河野デジタルは、おそらくシステムというものに対して素人なのだろう。
「速やかな改修」がどれほど大変かを理解していないのではないだろうか?

この記事を見ている人も、自治体によりITサービスグループ環境が異なることを知らないかもしれない。

・パソコンを使っていたとしても、Oのバージョンが異なる
 Windows10、Windows11ならまだしも、Windows7を使っているかもしれない。
 ネットワークの接続環境も分からない。
・オンプレミスもしくはクラウド
 相変わらず自前のサーバーを運用しているかもしれない。
 OSもWindows ServerかもしれないがLINUXかもしれない。
 先端的なところではクラウドサービスを使っているかもしれないが、AWSやAZUREなど選択肢はいくつもある。
・運用
 尼崎事件でも分かるように運用を外部委託していることもある。

自治体ごとにIT環境が異なると言うことは何を意味するのか?

■自治体の数だけシステムがあり得る

もちろん、基本機能は共通であろう。
しかし、ローカル環境で動かすとしたら、スタンドアロンかクライアント/サーバー型か、クラウドであれば、すべて同じプラットフォームにできるかなどの事情があるとしても類型化できるとしてもそれなりの種類になる。

さらには、自治体毎に公布の手続きが異なればフロントエンドのUIも変えなければならない。短期間で単一のシステム開発会社が対応できるとは思えない。

下記の記事は分からないでもないが別の問題を抱えている恐れもある。

○富士通、マイナ誤交付で揺らぐ「IT最大手」の足元
システム障害が頻発、大規模組織再編が遠因か
2023/07/13

富士通などによると、システム利用が集中して負荷が高まった結果、印刷処理管理プログラムに不備があったことで、利用者とは別人の個人情報が記載された証明書が横浜市や東京都足立区などで印刷されたという。

デジタル庁の指示の下、5月にはサービスを提供している自治体で利用を停止し、点検を実施した。動作確認をしたうえでサービス利用を再開したものの、6月末に福岡県宗像市で同様の誤交付が発生。富士通は提供先の全自治体に対してサービス利用の停止を要望し、再点検の実施に追い込まれた。

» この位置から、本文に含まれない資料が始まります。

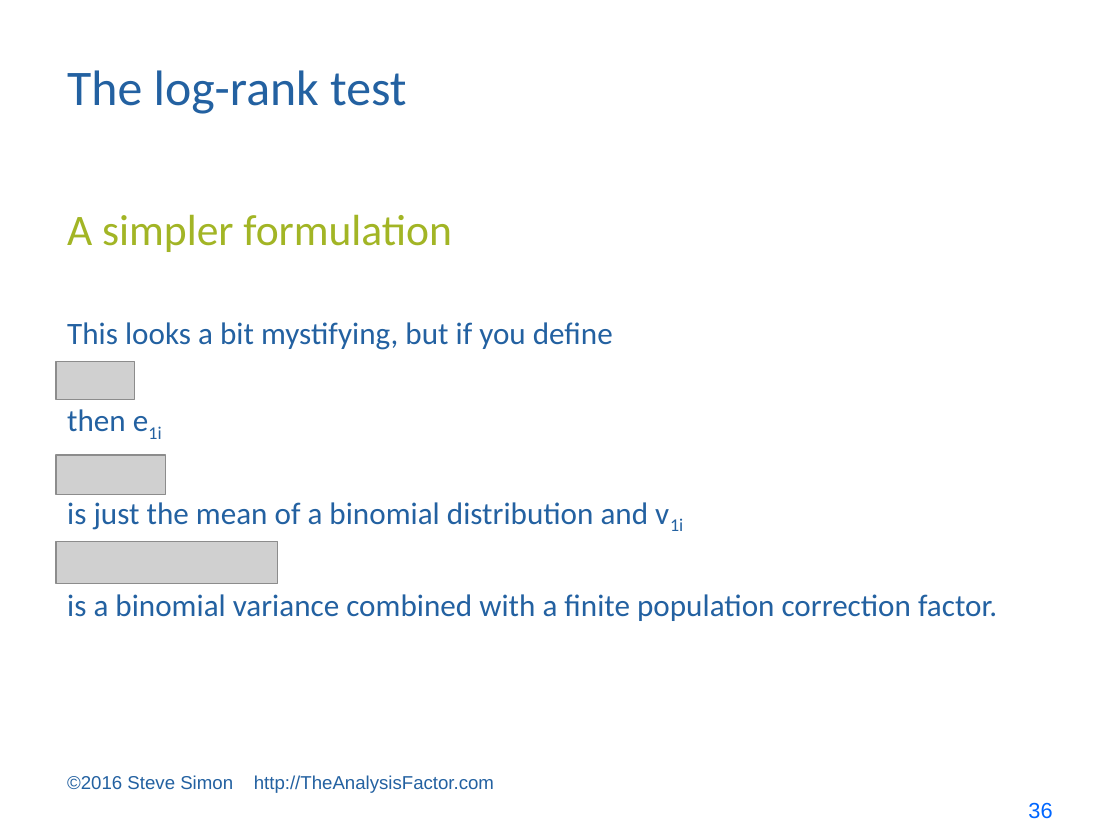
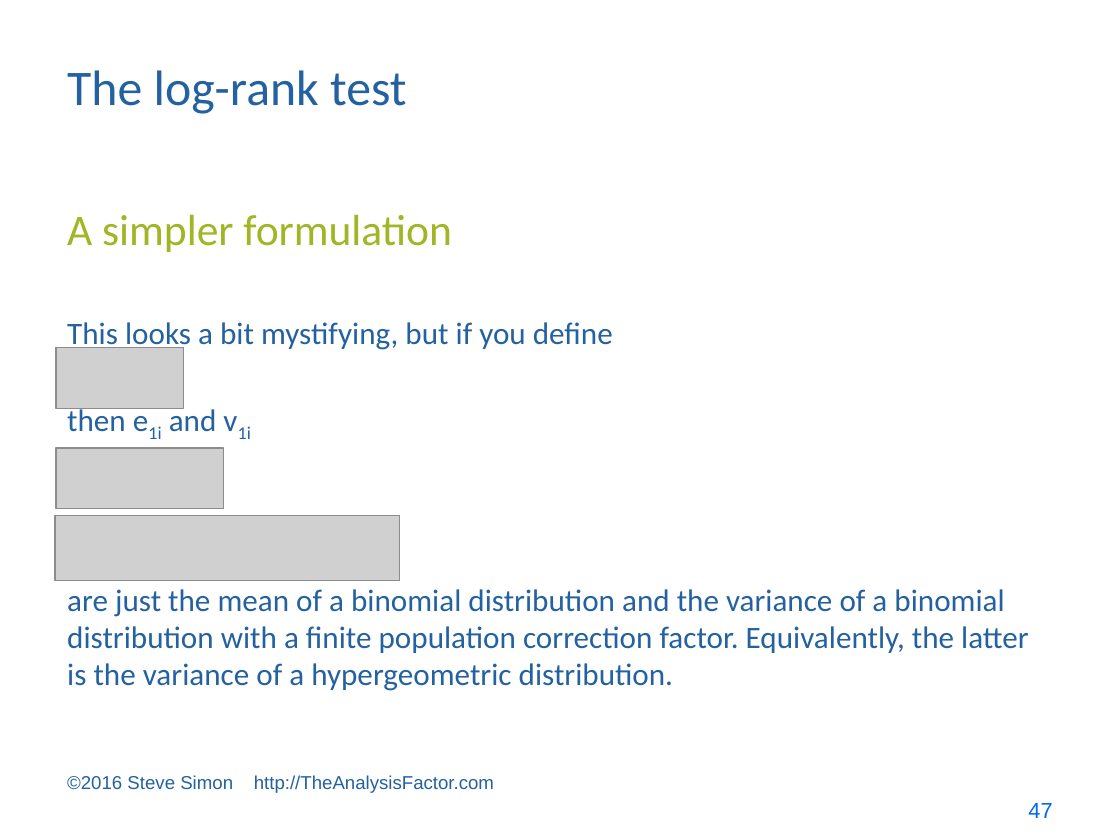
Before and after one commit to pmean/survival-models, a slide deck: slide 47 of bin/survival lecture 1.pptx (slide 36 before the commit). Drawn at 1120x840 pixels with LibreOffice and Linux fonts; fonts in the diff are those of the drawing; grey boxes stand for pictures. Boxes give left, top, right and bottom in pixels: in the first picture for what was removed or moved away, otherwise in the second. Text is boxed around its words. In the diff, an @@ line names an element or a change of style, - is before the commit and + after.

```diff
--- a/bin/survival lecture 1.pptx
+++ b/bin/survival lecture 1.pptx
@@ picture resized from (x1=56, y1=362, x2=134, y2=399) to (x1=56, y1=347, x2=184, y2=408) @@
@@ text at (x1=67, y1=405, x2=1029, y2=691): text changed @@
-then e1i
-is just the mean of a binomial distribution and v1i
-is a binomial variance combined with a finite population correction factor.
+then e1i and v1i
+are just the mean of a binomial distribution and the variance of a binomial distribution with a finite population correction factor. Equivalently, the latter is the variance of a hypergeometric distribution.
@@ picture resized from (x1=56, y1=455, x2=166, y2=494) to (x1=56, y1=448, x2=224, y2=508) @@
@@ picture resized from (x1=56, y1=541, x2=278, y2=584) to (x1=55, y1=515, x2=400, y2=580) @@
@@ page number at (x1=1028, y1=803, x2=1052, y2=818): text changed @@
-36
+47
```
Also in this commit, not shown: 13 other slides changed, 17 slides added, 9 other files.

https://toyokeizai.net/articles/-/686242?utm_source=morning-mail&utm_medium=email&utm_campaign=2023-07-13&utm_content=1&mkt_tok=OTA3LUpLVC0yNTEAAAGM6v9zB8C47lQEBT_UDzJPbU2mU5WeHmcT8_r6NSYZlza994LtcONjw7PykKTtQ3NdvtzLFE0DhZ_oSH_sdhyZ3J67Mqp2AtkTxQVsyCUaJMnOtSk

■SIベンダーの多重請負構造

多くの大手SIベンダーが自分たちでシステム開発をするというのは幻想である。
多重下請け(協力会社、さらにその子会社、一時的な発注先など)の構造があり、私自身は5次受けを経験したことがある。

そんな多重構造では、プロジェクトが終了すれば皆解散する。終わった後に補修とか言われて招集されても応じることは稀だろう。

マイナンバーカードを運用するに当たってはまずはすべきなのは自治体毎のバラバラのデジタル環境を統一することである。なんてことはわかりきっている。

それを無視して「やれ」としか言わない某大臣は退場した方が良い。

■その他の四方山話(富士通と癒着)

 全国の自治体に向けてのシステム開発だ。確かに共通プラットフォームは必要だが、システムを設計開発する経験から言えば、共通プラットフォームに対するAPIを公開し、個別アプリは入札で行なうのが常だ。こうした個別アプリまで富士通が担っていたとしたら、何かしらの癒着があったのではないかと危惧する。